What you are asked to do:
Give the number of lines in the data that contain "this", and nothing more.

(Stored entries)
───

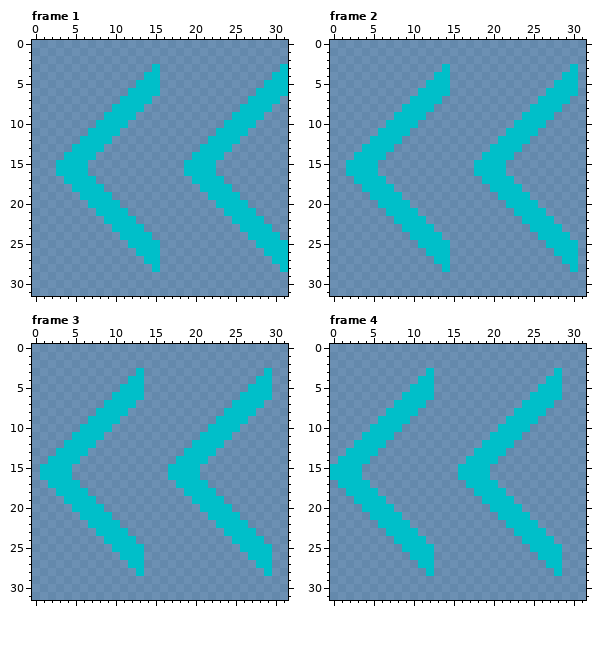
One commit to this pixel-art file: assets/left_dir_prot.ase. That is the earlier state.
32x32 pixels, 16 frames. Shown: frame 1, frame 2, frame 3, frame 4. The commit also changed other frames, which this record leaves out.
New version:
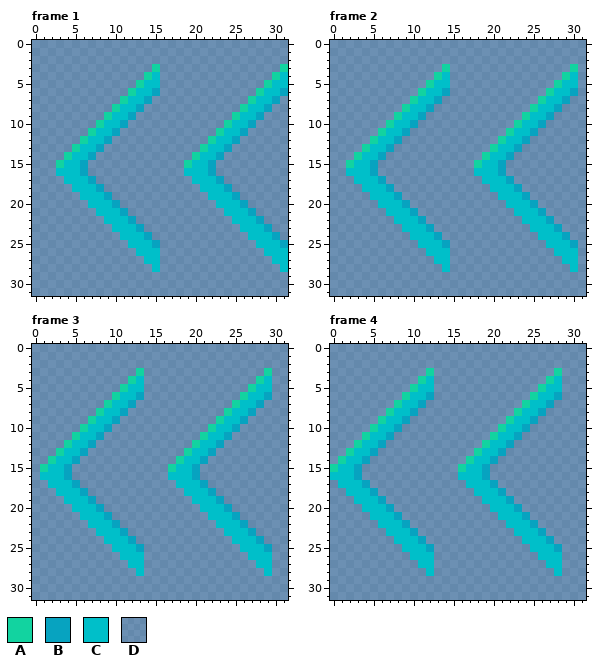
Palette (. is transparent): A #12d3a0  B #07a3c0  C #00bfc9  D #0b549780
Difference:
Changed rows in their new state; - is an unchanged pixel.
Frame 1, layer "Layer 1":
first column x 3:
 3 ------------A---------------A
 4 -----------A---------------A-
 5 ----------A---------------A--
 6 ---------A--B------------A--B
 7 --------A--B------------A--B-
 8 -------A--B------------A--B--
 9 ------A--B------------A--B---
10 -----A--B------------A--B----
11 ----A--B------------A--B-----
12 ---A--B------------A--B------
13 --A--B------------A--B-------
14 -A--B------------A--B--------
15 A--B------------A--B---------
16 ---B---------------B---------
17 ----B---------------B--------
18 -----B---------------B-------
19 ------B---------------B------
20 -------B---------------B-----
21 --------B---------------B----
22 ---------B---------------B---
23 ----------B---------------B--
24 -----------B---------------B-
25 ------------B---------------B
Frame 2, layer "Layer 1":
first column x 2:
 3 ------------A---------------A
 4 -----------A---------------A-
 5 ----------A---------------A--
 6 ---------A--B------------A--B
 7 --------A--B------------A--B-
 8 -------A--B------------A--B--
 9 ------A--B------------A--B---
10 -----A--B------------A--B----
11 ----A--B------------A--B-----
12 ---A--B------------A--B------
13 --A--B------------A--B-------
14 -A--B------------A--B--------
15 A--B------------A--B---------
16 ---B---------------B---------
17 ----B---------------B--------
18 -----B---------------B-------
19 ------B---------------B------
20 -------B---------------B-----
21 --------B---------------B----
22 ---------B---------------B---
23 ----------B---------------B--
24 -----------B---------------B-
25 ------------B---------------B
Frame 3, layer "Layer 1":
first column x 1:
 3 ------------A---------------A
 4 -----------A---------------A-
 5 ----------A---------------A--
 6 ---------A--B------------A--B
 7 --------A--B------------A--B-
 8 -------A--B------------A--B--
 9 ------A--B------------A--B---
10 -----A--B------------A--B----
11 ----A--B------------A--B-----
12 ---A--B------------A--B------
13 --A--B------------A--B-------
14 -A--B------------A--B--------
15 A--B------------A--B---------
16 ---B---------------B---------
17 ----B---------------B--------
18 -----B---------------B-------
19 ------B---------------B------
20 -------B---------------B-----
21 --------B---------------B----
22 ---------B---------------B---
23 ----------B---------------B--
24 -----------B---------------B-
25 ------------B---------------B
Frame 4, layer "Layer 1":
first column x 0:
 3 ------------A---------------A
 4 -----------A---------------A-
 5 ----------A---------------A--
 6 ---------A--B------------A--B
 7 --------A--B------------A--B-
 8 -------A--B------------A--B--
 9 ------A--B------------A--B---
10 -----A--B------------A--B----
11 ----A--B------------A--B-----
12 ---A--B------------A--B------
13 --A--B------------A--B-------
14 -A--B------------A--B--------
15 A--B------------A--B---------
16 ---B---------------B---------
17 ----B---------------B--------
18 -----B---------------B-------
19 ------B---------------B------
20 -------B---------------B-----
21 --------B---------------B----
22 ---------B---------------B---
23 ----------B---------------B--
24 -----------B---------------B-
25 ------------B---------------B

───

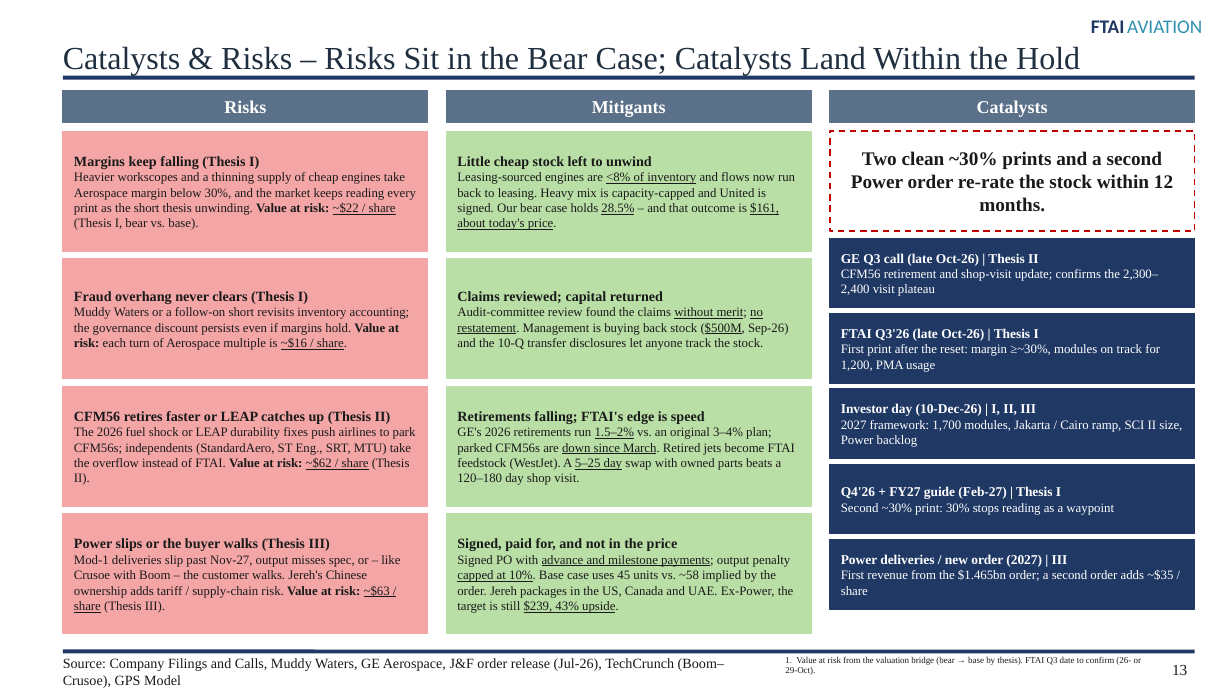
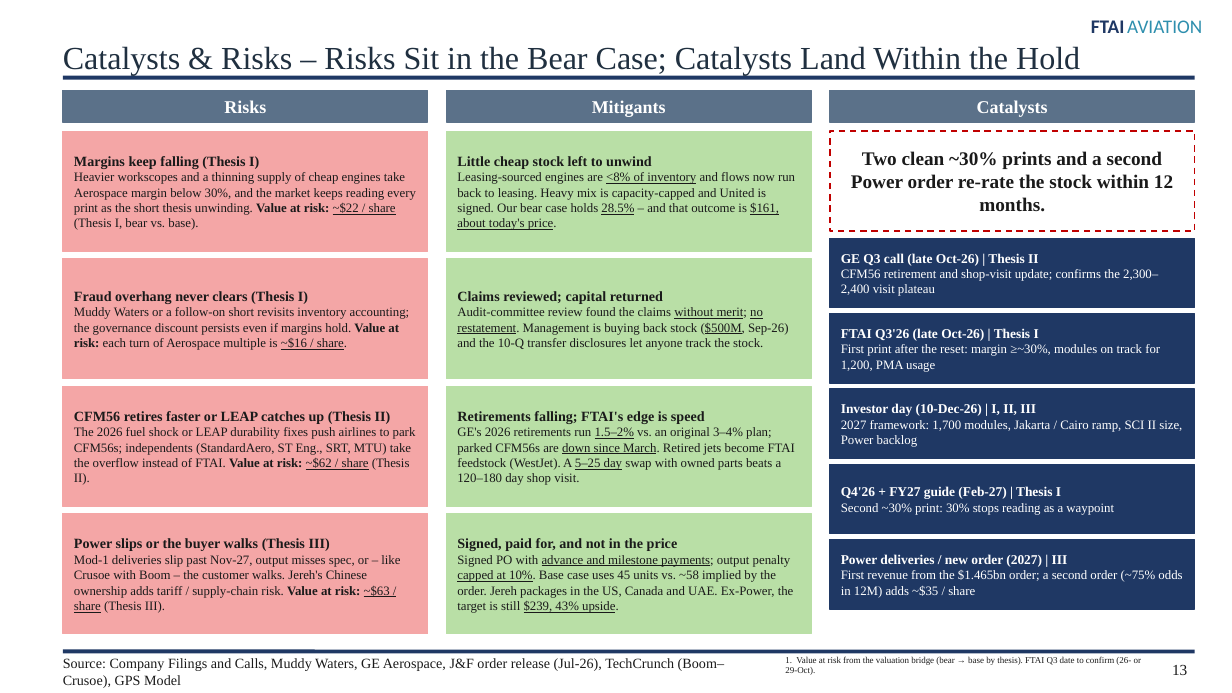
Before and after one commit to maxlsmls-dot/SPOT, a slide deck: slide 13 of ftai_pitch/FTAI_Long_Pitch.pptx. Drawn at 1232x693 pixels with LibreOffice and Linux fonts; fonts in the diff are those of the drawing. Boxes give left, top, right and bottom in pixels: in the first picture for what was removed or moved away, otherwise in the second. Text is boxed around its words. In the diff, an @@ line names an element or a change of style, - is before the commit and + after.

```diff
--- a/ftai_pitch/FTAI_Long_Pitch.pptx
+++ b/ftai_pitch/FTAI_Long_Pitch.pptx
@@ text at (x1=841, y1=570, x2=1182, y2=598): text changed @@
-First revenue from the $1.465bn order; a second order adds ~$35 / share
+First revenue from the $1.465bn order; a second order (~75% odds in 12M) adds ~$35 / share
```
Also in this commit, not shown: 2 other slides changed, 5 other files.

───

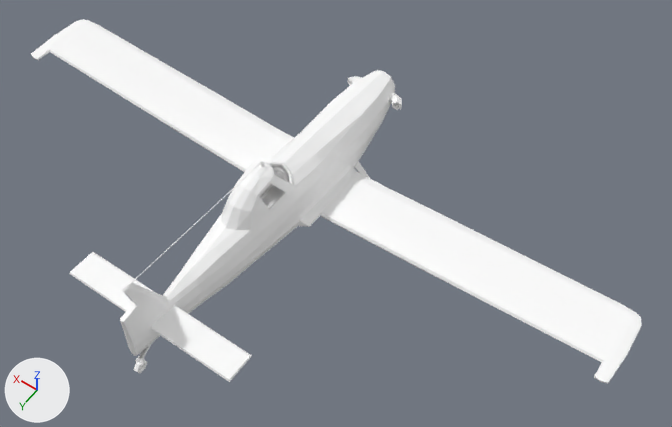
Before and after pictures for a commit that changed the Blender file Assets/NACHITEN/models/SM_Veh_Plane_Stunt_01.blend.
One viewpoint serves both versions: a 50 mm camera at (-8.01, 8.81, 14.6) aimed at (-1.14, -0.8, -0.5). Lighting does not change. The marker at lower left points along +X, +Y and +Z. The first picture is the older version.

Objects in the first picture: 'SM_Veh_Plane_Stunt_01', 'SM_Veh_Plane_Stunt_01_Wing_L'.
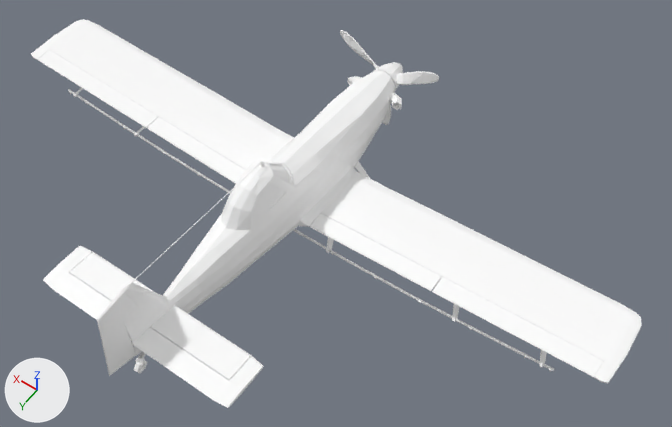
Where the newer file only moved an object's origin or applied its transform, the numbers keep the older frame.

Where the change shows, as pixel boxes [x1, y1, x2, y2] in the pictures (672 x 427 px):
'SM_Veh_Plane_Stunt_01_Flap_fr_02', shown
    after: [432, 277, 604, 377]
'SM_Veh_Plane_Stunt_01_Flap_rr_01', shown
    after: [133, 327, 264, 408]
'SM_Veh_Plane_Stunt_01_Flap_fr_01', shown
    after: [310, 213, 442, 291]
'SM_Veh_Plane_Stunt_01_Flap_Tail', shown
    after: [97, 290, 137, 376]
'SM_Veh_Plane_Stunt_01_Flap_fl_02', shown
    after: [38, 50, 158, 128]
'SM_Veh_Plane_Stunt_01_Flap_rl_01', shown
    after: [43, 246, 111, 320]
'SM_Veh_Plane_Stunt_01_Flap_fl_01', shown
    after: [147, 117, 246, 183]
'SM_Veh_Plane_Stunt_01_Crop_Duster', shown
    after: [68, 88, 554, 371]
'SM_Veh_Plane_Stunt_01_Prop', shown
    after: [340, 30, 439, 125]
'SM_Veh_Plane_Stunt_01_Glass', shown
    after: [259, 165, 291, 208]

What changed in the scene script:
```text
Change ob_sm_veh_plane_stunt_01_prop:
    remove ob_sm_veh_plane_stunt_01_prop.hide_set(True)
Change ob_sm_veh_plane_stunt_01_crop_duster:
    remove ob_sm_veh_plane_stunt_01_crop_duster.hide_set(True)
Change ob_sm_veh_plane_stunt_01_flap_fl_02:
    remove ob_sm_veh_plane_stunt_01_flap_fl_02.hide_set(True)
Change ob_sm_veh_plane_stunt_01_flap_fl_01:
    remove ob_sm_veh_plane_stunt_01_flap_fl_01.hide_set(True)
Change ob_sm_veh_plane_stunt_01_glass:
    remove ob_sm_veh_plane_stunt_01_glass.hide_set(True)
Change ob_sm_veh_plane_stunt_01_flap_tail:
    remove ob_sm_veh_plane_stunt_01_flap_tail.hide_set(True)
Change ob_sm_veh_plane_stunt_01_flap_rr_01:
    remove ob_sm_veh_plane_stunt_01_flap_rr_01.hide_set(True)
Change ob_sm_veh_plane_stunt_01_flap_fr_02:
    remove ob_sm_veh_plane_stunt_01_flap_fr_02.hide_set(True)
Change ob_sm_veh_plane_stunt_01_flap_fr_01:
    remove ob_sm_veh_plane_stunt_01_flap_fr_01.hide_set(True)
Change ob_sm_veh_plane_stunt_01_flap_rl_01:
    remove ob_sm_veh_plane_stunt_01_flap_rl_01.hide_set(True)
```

───

Expected answer:
3